Hadn't had time to incorporate this back into your original workflow, but below formula should fix the trailing space problem.
It's currently reading the Sheet Names as-is without the "$", which might cause problem if there is a trailing space like my case.
(Somehow it trimmed it and couldn't find that particular worksheet)
Formula:
</quote>
left([FileName], FindString([FileName],"|||")+3)
+'`'+
[Sheet Names]
+'$`'
</unquote>
One huge issue with this macro is that in contains another macro with the same name and if I want to save the workflow to a gallery, it will not find the sub-macro.
And here there are two different issues:
The macro is great, but why would you name the sub-macro with the same name as the main macro? :((
@alinmihalcea wrote:One huge issue with this macro is that in contains another macro with the same name and if I want to save the workflow to a gallery, it will not find the sub-macro.
And here there are two different issues:
- If I add the sub-macro as additional asset with the same name it doesn't work. Since it has the same name, it will look for InputBatch.subyxmc. I can't save a file with this extension.
- If I change the name of the sub-macro and add it to the main macro, something goes wrong and the [Sheet Names] field becomes unknown.
The macro is great, but why would you name the sub-macro with the same name as the main macro? :((
That's a great point to raise, I wasn't aware this wouldn't work on Server and is something for me to test.
The is no real reason why I gave the submacro the same name, as it was almost irrelevant what it was called.
The main importance I focused on, is that the extension was not .yxmc and I went with .subyxmc so that it then doesn't appear in the tool palette as a macro in it's own right, as it's not intended to be used as one.
This could then cause an issue when it comes to server, as I wouldn't want the submacro to appear in the tool palette, as this would confuse users, but if server won't pick it up, then I may be stuck - I'll have a play :)

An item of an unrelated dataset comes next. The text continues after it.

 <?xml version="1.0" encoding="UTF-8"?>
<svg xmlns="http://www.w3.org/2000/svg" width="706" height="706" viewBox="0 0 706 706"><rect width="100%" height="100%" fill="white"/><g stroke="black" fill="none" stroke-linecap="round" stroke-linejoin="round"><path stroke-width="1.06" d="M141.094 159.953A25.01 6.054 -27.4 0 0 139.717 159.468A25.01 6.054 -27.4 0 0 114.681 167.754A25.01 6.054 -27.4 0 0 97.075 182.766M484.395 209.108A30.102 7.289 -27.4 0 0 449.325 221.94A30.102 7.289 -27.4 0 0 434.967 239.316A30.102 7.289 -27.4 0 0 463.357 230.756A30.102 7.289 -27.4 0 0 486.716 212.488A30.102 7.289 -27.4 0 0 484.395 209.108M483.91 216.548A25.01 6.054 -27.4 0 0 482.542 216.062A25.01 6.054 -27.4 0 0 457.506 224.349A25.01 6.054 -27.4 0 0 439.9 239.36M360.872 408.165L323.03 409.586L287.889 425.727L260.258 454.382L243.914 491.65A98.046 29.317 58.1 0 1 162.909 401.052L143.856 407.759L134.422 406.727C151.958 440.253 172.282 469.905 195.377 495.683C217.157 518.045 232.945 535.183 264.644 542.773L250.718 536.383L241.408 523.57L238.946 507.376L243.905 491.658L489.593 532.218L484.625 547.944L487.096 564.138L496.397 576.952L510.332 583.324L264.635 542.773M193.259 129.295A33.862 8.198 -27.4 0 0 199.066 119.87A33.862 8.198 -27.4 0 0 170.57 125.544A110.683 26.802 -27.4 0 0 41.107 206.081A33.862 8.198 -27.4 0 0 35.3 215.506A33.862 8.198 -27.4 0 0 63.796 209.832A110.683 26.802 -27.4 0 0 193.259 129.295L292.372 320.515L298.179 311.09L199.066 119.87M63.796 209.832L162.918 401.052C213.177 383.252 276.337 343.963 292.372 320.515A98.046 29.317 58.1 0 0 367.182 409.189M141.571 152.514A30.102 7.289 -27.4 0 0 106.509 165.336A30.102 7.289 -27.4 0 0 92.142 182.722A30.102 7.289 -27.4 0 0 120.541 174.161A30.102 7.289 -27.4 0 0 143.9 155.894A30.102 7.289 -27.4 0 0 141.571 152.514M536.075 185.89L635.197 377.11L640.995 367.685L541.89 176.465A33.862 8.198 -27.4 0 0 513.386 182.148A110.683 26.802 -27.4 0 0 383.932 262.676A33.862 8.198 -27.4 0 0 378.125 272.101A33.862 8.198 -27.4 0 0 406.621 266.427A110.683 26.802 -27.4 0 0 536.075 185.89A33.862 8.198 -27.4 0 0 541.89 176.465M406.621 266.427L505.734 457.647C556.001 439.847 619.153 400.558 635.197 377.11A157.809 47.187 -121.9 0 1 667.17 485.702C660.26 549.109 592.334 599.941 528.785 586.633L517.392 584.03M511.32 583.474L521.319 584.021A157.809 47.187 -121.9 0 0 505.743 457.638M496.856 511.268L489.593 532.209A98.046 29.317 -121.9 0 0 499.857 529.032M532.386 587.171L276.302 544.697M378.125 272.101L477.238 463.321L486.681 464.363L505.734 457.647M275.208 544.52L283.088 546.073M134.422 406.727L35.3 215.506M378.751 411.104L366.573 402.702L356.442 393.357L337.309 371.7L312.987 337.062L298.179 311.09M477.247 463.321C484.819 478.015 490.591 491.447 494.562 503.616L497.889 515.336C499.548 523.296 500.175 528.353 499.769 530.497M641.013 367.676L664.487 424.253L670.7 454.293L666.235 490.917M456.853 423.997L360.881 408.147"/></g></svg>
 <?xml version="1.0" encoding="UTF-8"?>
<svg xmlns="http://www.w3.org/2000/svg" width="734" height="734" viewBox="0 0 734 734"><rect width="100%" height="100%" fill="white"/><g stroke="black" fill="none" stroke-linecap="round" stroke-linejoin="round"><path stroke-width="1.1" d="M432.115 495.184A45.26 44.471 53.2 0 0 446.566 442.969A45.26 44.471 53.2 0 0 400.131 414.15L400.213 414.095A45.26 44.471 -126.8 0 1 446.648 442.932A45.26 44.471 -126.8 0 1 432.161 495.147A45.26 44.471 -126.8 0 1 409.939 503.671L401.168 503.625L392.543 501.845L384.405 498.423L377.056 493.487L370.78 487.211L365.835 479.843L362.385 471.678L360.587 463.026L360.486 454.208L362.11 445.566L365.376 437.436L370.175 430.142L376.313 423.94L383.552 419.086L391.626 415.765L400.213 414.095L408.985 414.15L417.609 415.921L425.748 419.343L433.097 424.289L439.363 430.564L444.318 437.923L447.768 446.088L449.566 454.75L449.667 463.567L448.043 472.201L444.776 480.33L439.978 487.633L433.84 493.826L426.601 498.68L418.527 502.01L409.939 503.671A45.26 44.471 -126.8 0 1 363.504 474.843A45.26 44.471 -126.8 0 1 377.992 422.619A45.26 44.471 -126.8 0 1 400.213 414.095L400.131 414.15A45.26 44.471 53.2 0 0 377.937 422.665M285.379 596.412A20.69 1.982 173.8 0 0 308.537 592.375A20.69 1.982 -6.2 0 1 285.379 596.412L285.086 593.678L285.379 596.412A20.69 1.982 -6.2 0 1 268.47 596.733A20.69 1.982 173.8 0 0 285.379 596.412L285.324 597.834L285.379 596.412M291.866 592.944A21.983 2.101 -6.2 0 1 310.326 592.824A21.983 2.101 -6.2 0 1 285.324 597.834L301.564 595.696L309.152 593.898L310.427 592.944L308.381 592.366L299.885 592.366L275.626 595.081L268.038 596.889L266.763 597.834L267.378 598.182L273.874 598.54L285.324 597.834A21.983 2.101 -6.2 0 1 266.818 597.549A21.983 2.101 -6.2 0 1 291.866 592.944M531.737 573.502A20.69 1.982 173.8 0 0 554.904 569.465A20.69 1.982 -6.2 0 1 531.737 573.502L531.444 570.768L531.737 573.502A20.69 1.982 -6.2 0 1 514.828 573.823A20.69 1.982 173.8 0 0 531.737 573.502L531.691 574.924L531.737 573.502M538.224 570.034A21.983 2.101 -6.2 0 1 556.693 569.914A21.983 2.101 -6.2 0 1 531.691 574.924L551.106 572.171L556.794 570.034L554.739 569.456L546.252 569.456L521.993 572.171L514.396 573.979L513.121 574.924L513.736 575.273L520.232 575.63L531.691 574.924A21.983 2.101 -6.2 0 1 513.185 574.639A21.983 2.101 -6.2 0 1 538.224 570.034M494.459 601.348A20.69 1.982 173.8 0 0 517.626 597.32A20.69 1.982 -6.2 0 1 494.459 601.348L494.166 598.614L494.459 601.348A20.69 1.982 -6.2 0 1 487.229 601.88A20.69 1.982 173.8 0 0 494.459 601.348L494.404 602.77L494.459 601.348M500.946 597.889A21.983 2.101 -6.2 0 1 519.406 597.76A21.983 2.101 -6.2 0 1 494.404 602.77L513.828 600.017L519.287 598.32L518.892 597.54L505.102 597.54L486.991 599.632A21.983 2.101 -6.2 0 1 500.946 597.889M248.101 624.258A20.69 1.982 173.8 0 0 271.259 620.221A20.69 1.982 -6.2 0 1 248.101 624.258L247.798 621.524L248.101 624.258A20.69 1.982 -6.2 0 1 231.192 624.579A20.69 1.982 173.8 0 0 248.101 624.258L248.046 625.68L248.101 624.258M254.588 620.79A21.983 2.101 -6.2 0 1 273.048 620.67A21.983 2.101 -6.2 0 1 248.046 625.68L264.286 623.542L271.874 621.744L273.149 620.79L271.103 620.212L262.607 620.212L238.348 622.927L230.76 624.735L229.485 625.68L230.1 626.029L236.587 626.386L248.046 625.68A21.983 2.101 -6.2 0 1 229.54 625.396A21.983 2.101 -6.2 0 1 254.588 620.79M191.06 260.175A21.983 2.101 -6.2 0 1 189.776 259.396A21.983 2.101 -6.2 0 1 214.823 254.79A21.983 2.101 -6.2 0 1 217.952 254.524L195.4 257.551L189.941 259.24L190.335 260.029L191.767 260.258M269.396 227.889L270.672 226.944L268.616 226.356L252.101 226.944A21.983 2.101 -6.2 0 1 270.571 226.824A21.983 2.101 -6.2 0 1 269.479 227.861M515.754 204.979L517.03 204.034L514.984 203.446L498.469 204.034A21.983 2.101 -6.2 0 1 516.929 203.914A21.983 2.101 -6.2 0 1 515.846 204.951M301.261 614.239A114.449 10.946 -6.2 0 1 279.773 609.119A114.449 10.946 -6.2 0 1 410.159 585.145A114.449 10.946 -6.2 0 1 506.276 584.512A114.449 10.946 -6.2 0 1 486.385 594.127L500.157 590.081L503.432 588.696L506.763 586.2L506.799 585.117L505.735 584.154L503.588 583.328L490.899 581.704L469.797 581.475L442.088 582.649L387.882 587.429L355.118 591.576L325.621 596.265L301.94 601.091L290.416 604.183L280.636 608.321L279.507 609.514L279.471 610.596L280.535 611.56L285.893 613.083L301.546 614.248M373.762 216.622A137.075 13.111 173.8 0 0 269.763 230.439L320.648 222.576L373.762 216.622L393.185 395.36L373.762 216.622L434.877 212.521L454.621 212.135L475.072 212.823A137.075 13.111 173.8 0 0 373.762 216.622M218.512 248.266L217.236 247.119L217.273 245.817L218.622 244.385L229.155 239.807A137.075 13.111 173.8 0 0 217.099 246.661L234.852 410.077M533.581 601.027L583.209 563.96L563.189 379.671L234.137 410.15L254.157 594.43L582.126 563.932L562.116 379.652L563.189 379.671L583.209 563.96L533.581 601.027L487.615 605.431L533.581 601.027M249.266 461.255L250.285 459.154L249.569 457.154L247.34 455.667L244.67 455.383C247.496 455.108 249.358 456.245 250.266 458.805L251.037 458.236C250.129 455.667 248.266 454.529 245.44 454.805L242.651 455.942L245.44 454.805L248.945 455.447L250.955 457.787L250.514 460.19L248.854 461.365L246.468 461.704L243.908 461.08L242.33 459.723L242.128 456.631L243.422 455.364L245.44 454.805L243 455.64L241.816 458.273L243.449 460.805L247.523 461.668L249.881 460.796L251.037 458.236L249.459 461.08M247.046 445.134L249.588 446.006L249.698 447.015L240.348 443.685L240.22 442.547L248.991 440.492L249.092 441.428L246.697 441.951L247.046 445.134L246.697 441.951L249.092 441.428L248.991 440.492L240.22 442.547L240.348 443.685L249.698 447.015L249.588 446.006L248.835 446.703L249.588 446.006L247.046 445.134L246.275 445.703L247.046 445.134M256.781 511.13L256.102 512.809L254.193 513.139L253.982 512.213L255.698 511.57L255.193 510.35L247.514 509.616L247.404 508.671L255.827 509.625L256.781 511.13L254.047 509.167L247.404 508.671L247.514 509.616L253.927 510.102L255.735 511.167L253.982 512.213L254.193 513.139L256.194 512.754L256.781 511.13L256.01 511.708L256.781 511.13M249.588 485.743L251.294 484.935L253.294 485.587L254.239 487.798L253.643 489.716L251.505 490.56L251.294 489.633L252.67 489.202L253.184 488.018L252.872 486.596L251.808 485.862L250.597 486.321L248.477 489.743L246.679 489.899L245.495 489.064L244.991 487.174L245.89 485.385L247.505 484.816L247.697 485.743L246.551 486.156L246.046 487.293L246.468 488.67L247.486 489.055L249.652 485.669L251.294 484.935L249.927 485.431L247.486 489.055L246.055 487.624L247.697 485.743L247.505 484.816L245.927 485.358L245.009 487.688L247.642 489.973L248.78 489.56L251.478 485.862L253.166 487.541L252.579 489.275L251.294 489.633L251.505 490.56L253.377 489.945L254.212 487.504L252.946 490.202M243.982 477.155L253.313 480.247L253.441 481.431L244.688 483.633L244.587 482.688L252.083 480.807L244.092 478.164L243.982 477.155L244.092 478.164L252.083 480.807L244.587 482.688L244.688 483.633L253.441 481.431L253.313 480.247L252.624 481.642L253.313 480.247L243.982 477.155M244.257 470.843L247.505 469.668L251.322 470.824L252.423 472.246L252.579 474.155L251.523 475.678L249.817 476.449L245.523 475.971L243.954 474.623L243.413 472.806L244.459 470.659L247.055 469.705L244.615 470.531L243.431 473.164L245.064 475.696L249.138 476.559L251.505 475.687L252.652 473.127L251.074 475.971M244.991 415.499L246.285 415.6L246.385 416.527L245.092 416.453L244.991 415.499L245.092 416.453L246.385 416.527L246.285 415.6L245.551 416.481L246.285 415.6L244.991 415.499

@JoeS I came across the post as I was having issues with importing files as data type were different on some files. The Dynamic input tool was throwing errors on those few files. This tool works great, but is there a way to specify which line to start pulling data? The problem with my sheets is everything starts on line 2. Line 1 happens to be a blank row so its bringing the headers into the table. I know I could filter them out, but the Fields are all set to V_String now because of this instead of the the data type associated with the actual values in each field. If it started on Line 2 the data types would all be correct.
@cjaneczko - Sorry I missed this reply until now.
Unfortunately the problem that you mentioned below isn't as simple as it first appears to solve.
I did look a while back into adding a "Import from Line:" Numeric up/down. Allowing people to specify to start from Row 2 for example.
However, this option isn't available for all file formats and thus would start to add dependancies one way or another, that or take hours to update to stay dynamic.
What I'd recommend is using the filter to remove the extra headers and then an auto-field tool after to assign the best field type for each column.
Thanks for the follow-up. I did manage to find a spot in one of the nested macros where I could alter the row level that the import starts at. I was able to import a whole directory of files properly after altering the "Start Data Import on Line" in the Example.txt input data tool within the InputBatch.subyxmc.
@cjaneczko wrote:Thanks for the follow-up. I did manage to find a spot in one of the nested macros where I could alter the row level that the import starts at. I was able to import a whole directory of files properly after altering the "Start Data Import on Line" in the Example.txt input data tool within the InputBatch.subyxmc.
Yeah, a hardcoded change for your use case is definitely the quickest way - sorry I can't add it as a feature to the macro.
I'll see if I can get some time and have a think if there is something else I can do.